Kubeflow dashboard returns 403 Forbidden

Question

Kubeflow dashboard returns 403 Forbidden

IoanaEmma opened this issue 3 years ago · 6 comments

I have a problem with Kubeflow Dashboard. Until now I could connect to the dashboard without problems, but after a restart of the PC it gives me forbidden when I try to connect from my browser to http://10.64.140.43.nip.io (this is the url received after kubeflow was enabled).
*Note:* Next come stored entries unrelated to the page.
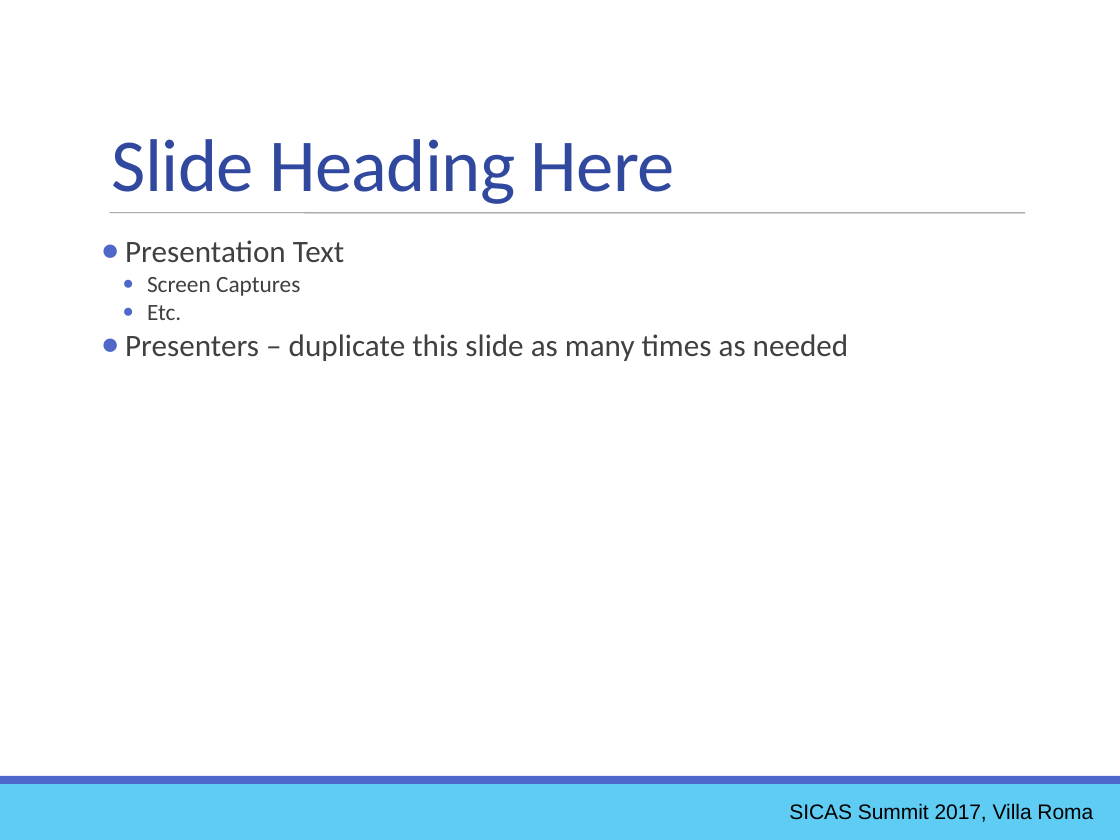
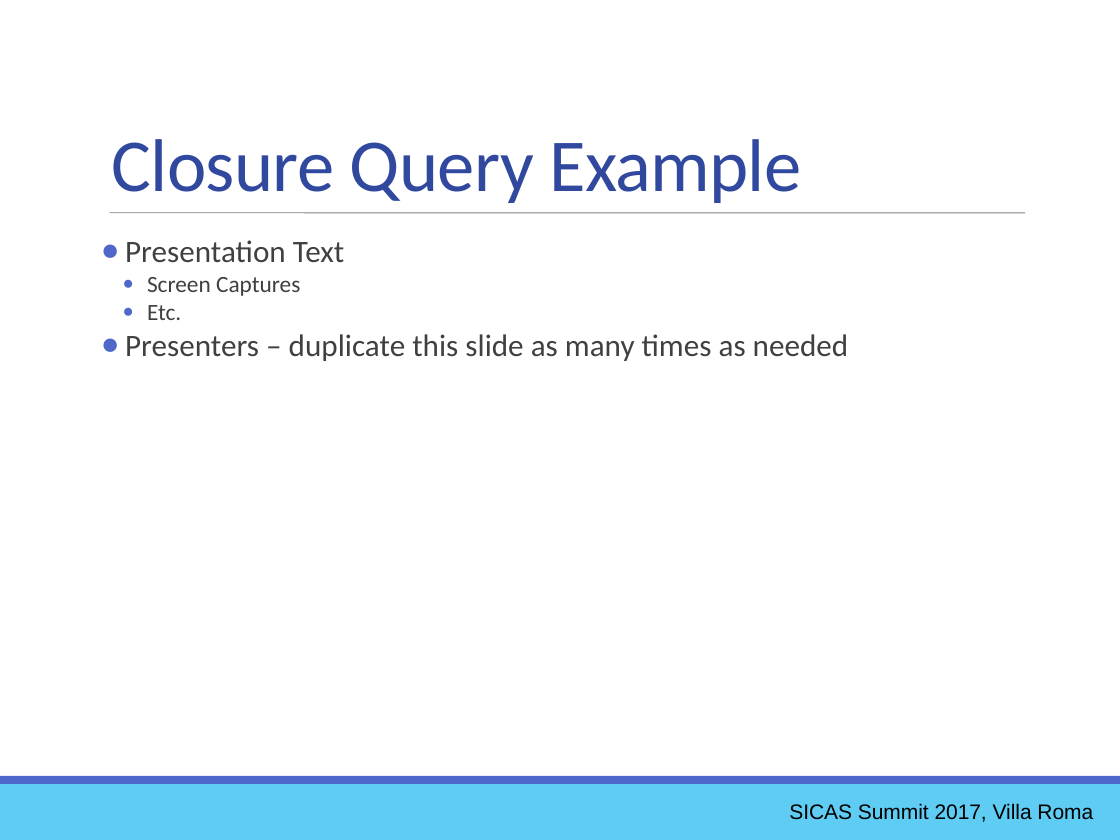
Before and after one commit to ewcole/simple_report, a slide deck: slide 26 of docs/SICAS_2017/Cole_Drop-In Reporting with Groovy.pptx. Drawn at 1120x840 pixels with LibreOffice and Linux fonts; fonts in the diff are those of the drawing. Boxes give left, top, right and bottom in pixels: in the first picture for what was removed or moved away, otherwise in the second. Text is boxed around its words. In the diff, an @@ line names an element or a change of style, - is before the commit and + after.

Commit message:
Another Groovy Example

```diff
--- a/docs/SICAS_2017/Cole_Drop-In Reporting with Groovy.pptx
+++ b/docs/SICAS_2017/Cole_Drop-In Reporting with Groovy.pptx
@@ text at (x1=112, y1=139, x2=801, y2=203): text changed @@
-Slide Heading Here
+Closure Query Example
```
Also in this commit, not shown: 1 other slide changed.
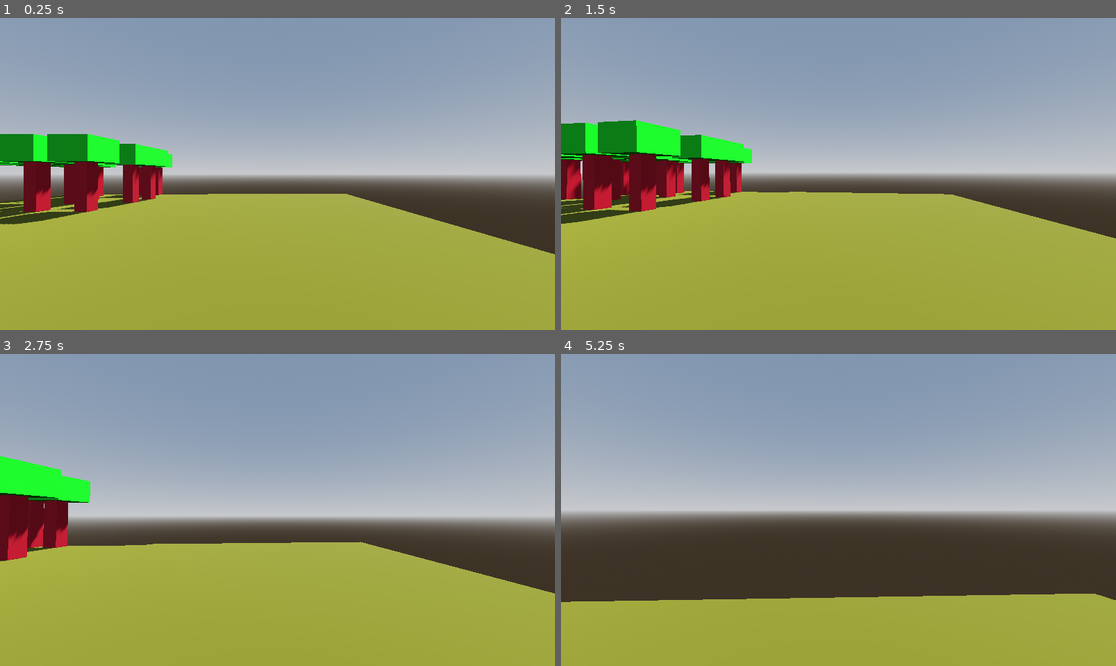
Above: before the commit, frames 1-4 (two rows, left to right).
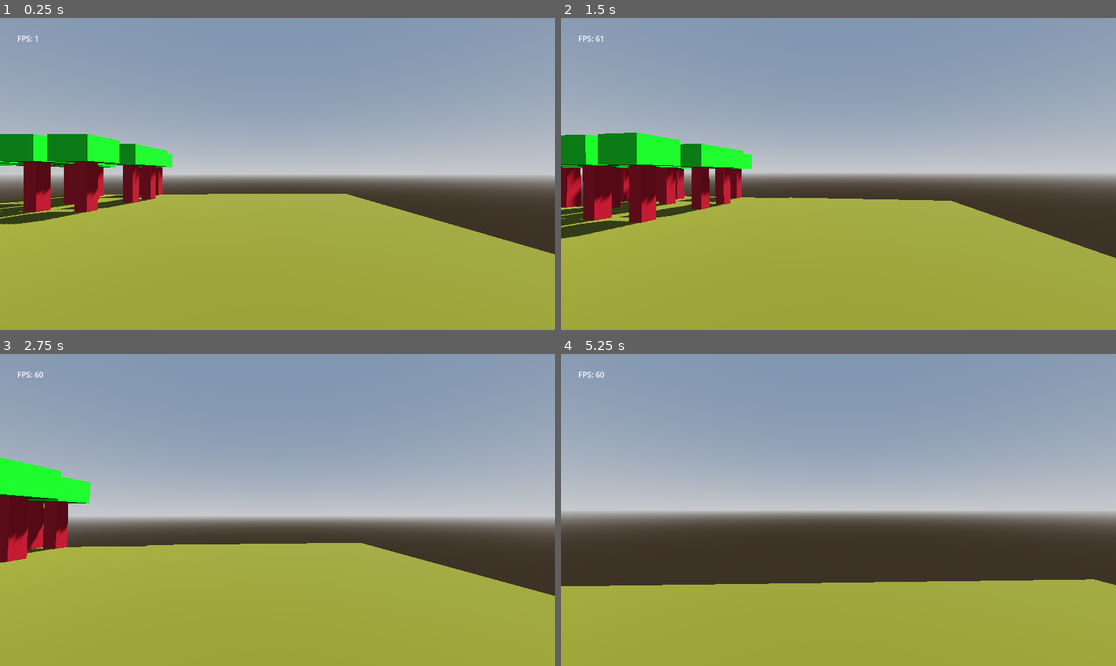
Above: after the commit, the same moments.

Repository: imekon/fps4
Game: Godot game, scene res://scenes/main.tscn
The game is run twice, just before and just after one commit, with the same random seed, the same clock (stepped at 60 frames per second) and the same inputs.
Inputs (mouse positions are in pixels of both pictures, inside the frame that each line leads up to):
- Up to frame 1 (0.25 s): no input
- Up to frame 2 (1.5 s): tap Enter (ui_accept) at 0.5, 0.6 s; move the mouse to (866, 174) at 0.52 s; hold Up (forward) from 0.53 s (still down); tap Space (jump, bound only after the commit) at 0.77, 0.8, 1.07, 1.35 s; move the mouse to (810, 174) at 1.27 s
- Up to frame 3 (2.75 s): keep holding Up (forward); tap Space (jump, bound only after the commit) at 1.52, 1.82, 2.3 s; tap Enter (ui_accept) at 1.55, 2.1 s; move the mouse to (288, 503) at 2.02 s
- Up to frame 4 (5.25 s): keep holding Up (forward); move the mouse to (832, 516) at 2.77 s; tap Enter (ui_accept) at 2.85, 4.35, 5.1 s; tap Space (jump, bound only after the commit) at 3.02, 3.32, 3.6, 3.77, 4.07, 4.52, 4.82 s; move the mouse to (877, 513) at 3.52 s; move the mouse to (794, 506) at 4.27 s; move the mouse to (844, 510) at 5.02 s

The runs differ from the first frame. In frame 1, less than 0.1% of the frame differs, in the area x 3-7%, y 5-8%; in frame 2, 6.7%, in the area x 0-100%, y 5-78%; in frame 3, 0.7%; in frame 4, 4.8%.

Commit message:
added fps, quit, jump

Diff:
--- a/project.godot
+++ b/project.godot
@@ -20,21 +20,35 @@
 forward={
 "deadzone": 0.5,
 "events": [Object(InputEventKey,"resource_local_to_scene":false,"resource_name":"","device":-1,"window_id":0,"alt_press …(195 unchanged characters)…
+, Object(InputEventKey,"resource_local_to_scene":false,"resource_name":"","device":-1,"window_id":0,"alt_pressed":false,"shift_pressed":false,"ctrl_pressed":false,"meta_pressed":false,"pressed":false,"keycode":0,"physical_keycode":87,"key_label":0,"unicode":119,"location":0,"echo":false,"script":null)
 ]
 }
 backward={
 "deadzone": 0.5,
 "events": [Object(InputEventKey,"resource_local_to_scene":false,"resource_name":"","device":-1,"window_id":0,"alt_press …(195 unchanged characters)…
+, Object(InputEventKey,"resource_local_to_scene":false,"resource_name":"","device":-1,"window_id":0,"alt_pressed":false,"shift_pressed":false,"ctrl_pressed":false,"meta_pressed":false,"pressed":false,"keycode":0,"physical_keycode":83,"key_label":0,"unicode":115,"location":0,"echo":false,"script":null)
 ]
 }
 left={
 "deadzone": 0.5,
 "events": [Object(InputEventKey,"resource_local_to_scene":false,"resource_name":"","device":-1,"window_id":0,"alt_press …(195 unchanged characters)…
+, Object(InputEventKey,"resource_local_to_scene":false,"resource_name":"","device":-1,"window_id":0,"alt_pressed":false,"shift_pressed":false,"ctrl_pressed":false,"meta_pressed":false,"pressed":false,"keycode":0,"physical_keycode":65,"key_label":0,"unicode":97,"location":0,"echo":false,"script":null)
 ]
 }
 right={
 "deadzone": 0.5,
 "events": [Object(InputEventKey,"resource_local_to_scene":false,"resource_name":"","device":-1,"window_id":0,"alt_press …(195 unchanged characters)…
+, Object(InputEventKey,"resource_local_to_scene":false,"resource_name":"","device":-1,"window_id":0,"alt_pressed":false,"shift_pressed":false,"ctrl_pressed":false,"meta_pressed":false,"pressed":false,"keycode":0,"physical_keycode":68,"key_label":0,"unicode":100,"location":0,"echo":false,"script":null)
+]
+}
+quit={
+"deadzone": 0.5,
+"events": [Object(InputEventKey,"resource_local_to_scene":false,"resource_name":"","device":-1,"window_id":0,"alt_pressed":false,"shift_pressed":false,"ctrl_pressed":false,"meta_pressed":false,"pressed":false,"keycode":0,"physical_keycode":4194305,"key_label":0,"unicode":0,"location":0,"echo":false,"script":null)
+]
+}
+jump={
+"deadzone": 0.5,
+"events": [Object(InputEventKey,"resource_local_to_scene":false,"resource_name":"","device":-1,"window_id":0,"alt_pressed":false,"shift_pressed":false,"ctrl_pressed":false,"meta_pressed":false,"pressed":false,"keycode":0,"physical_keycode":32,"key_label":0,"unicode":32,"location":0,"echo":false,"script":null)
 ]
 }
 
--- a/scenes/main.tscn
+++ b/scenes/main.tscn
@@ -43,3 +43,13 @@
 transform = Transform3D(1, 0, 0, 0, 1, 0, 0, 0, 1, 0, 1.8, 0)
 
 [node name="Camera3D" type="Camera3D" parent="player/head"]
+
+[node name="HUD" type="CanvasLayer" parent="."]
+
+[node name="FPS" type="Label" parent="HUD"]
+offset_left = 36.0
+offset_top = 31.0
+offset_right = 76.0
+offset_bottom = 54.0
+text = "HUD Test
+"
--- a/scripts/main.gd
+++ b/scripts/main.gd
@@ -1,6 +1,7 @@
 extends Node3D
 
 @onready var stage = $stage
+@onready var fpsText = $HUD/FPS
 
 func _ready():
 	randomize()
@@ -36,3 +37,9 @@
 	inst.position.y = inst.position.y - 0.1
 	inst.position.z = 20
 	stage.add_child(inst)
+
+func _process(delta: float) -> void:
+	fpsText.text = "FPS: " + str(Engine.get_frames_per_second())
+
+	if Input.is_action_just_pressed("quit"):
+		get_tree().quit()
--- a/scripts/player.gd
+++ b/scripts/player.gd
@@ -24,7 +24,7 @@
 		velocity += get_gravity() * delta
 
 	# Handle jump.
-	if Input.is_action_just_pressed("ui_accept") and is_on_floor():
+	if Input.is_action_just_pressed("jump") and is_on_floor():
 		velocity.y = JUMP_VELOCITY
 
 	# Get the input direction and handle the movement/deceleration.

I'm working on Ubuntu 20.04.2 LTS machine where I installed microk8s 1.20.10 following the steps from this link: https://microk8s.io/docs and then enabled kubeflow(v1.2) addon. When I check kubeflow pods I can see that dex-auth pod sometimes is crashing with the following error:
"failed to list custom resource authcodes.dex.coreos.com, attempting to create: Get "https://[10.152.183.1]:443/apis/dex.coreos.com/v1/namespaces/kubeflow/authcodes": dial tcp 10.152.183.1:443: connect: connection refused"

After a few restarts of dex-auth deployment the pod is successfully Running, but still the dashborad is not working. It's not the first time I encounter this issue and the only solution I could find was to reinstall microk8s again.

I also installed: Knative v0.24, Istio for Knative v0.24, KFServing v0.5 for model prediction and from what I can see, after the restart the kubeflow dashboard can be accesed from this url: http://10.64.140.44.nip.io, but it shows me only the main page, when I try to navigate to experiments, runs or pipelines pages this message appears: no healthy upstream.

I am new to kubernetes and kubeflow so any help or any suggestion as to what I might do to solve this problem is welcome. Thanks.

inspection-report.tar.gz

Answer 1 · 2021-10-19T14:24:13.000Z

Sorry for the slow response, I didn't notice this until reading #2665. We are right now in the process of updating our charms to provide Kubeflow v1.4 (released this month) which might help with some of these issues. We will probably have to see if they persist after that update. Are you still encountering the issues listed here? If not, any solutions you found along the way would be helpful

Answer 2 · 2021-10-19T14:46:01.000Z

Reading #2665 more I think yes you still see the issue. I have a few vague guesses but nothing firm yet. Wondering if maybe after a few days a pod restarts or something and the IP used for the dashboard gets messed up (and would require a new juju config dex-auth ... to set it)? Does canonical/dex-auth-operator#17 sound like what you're experiencing?

If you have a deployment up with this issue, for the apps involved (maybe dashboard, profile, dex-auth, and oidc-gatekeeper, and any others you think relevant) could you please post their:

juju debug-log -i APPLICATION --replay (this is also in the inspect tarball, but if we export each app separately we get more history)
juju show-status-log for the same applications

Answer 3 · 2021-10-19T17:16:50.000Z

Forgot to mention that I've seen the no healthy upstream before when trying to access a notebook pod that is not fully up (there's a small bug in kubeflow where the notebook page reports a notebook up when the pod is alive rather than when the pod is actually serving the notebook, so for a few seconds you can click connect when it isn't actually ready). That makes me think maybe for the screenshot the pod for the KFP experiments is down?

Answer 4 · 2021-10-20T06:28:28.000Z

I don't have anymore a deployment up with this issue, like I said in #2665, all pods are down and microk8s stopped running. I will try to reproduce the problem and come back with the logs. In the meantime this issue canonical/microk8s.io#446 has the inspect tarball (generated after pods started crashing) attached, so maybe you can take a look there.

Also, do you know why first the dashboard could be accessed from http://10.64.140.43.nip.io and then changed to http://10.64.140.44.nip.io? Is this behavior normal?

Answer 5 · 2021-10-20T13:20:06.000Z

I managed to reproduce the issue, here are the logs from dex-auth and oidc-gatekeeper.

dex-auth.txt
oidc-gatekeeper.txt

Answer 6 · 2022-11-22T13:57:04.000Z

This issue has been automatically marked as stale because it has not had recent activity. It will be closed if no further activity occurs. Thank you for your contributions.